The 2017 Rally for Medical Research is just around the corner!

Held every September, this Capitol Hill Day event continues the momentum established in 2013, and includes more than 300 national organizations united in support for medical research. The purpose of the rally is to call on our nation's policy makers to make funding for the National Institutes of Health (NIH) a national priority and raise awareness about the importance of continued investment in medical research that leads to MORE PROGRESS, MORE HOPE and MORE LIVES SAVED. 

We are pleased to have two influential members of Congress and champions for medical research attending the Rally events:

  • Senator Roy Blunt (R-MO), chairman of the Senate Labor-Health and Human Services-Education Appropriations Subcommittee, will speak at the Rally for Medical Research Reception Sept. 13.
  • Congressman Tom Cole (R-OK), chairman of the House Labor-Health and Human Services-Education Appropriations Subcommittee, will speak at the Rally for Medical Research Hill Day breakfast Sept. 14.
  • Additional members of Congress have been invited to attend and speak at the Rally Hill Day reception.

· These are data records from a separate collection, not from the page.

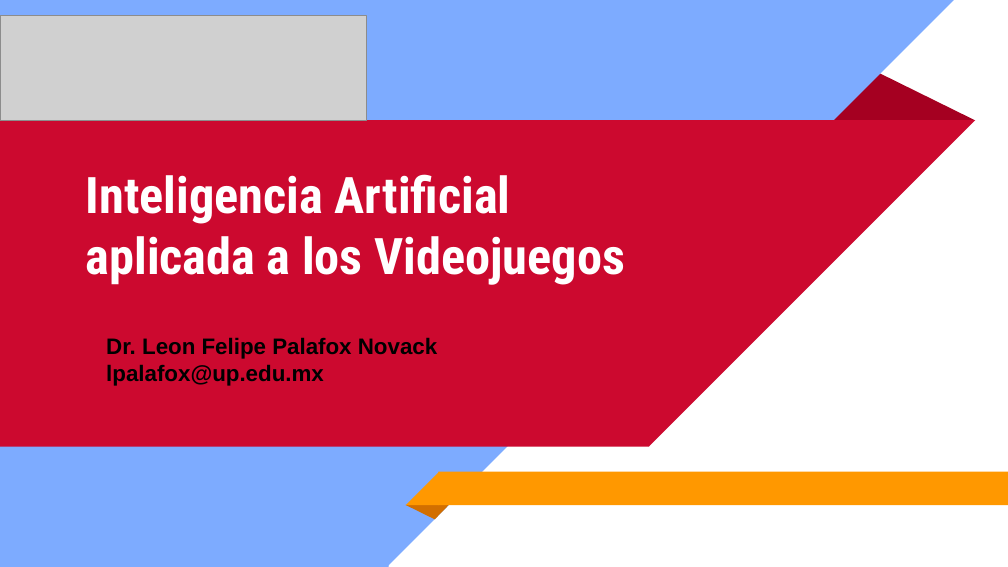
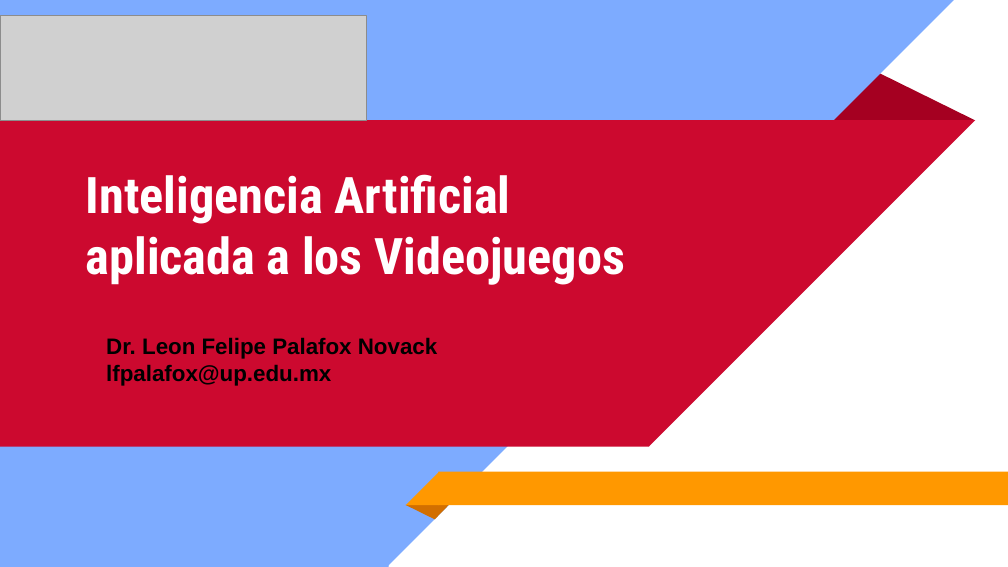
Before and after one commit to leonpalafox/aiclase_videojuegos, a slide deck: slide 1 of Slides/UPAI2020_2.pptx. Drawn at 1008x567 pixels with LibreOffice and Linux fonts; fonts in the diff are those of the drawing; grey boxes stand for pictures. Boxes give left, top, right and bottom in pixels: in the first picture for what was removed or moved away, otherwise in the second. Text is boxed around its words. In the diff, an @@ line names an element or a change of style, - is before the commit and + after.

```diff
--- a/Slides/UPAI2020_2.pptx
+++ b/Slides/UPAI2020_2.pptx
@@ text at (106,364,331,386): text changed @@
-lpalafox@up.edu.mx
+lfpalafox@up.edu.mx
```
Also in this commit, not shown: 22 other slides changed, 5 other files.

Can't come to Washington, D.C., but still want to support medical research on Sept. 14? Then join the National Day of Action! Start by joining our social media Thunderclap campaign with your Facebook, Twitter and/or Tumblr at any time between today and Sept. 13. Adding your voice means that our message in support of NIH and medical research will reach a broader audience! Then, Sept. 14, engage with your members of Congress via letters, calls, emails, Facebook and Twitter. Learn more and sign up for the National Day of Action here.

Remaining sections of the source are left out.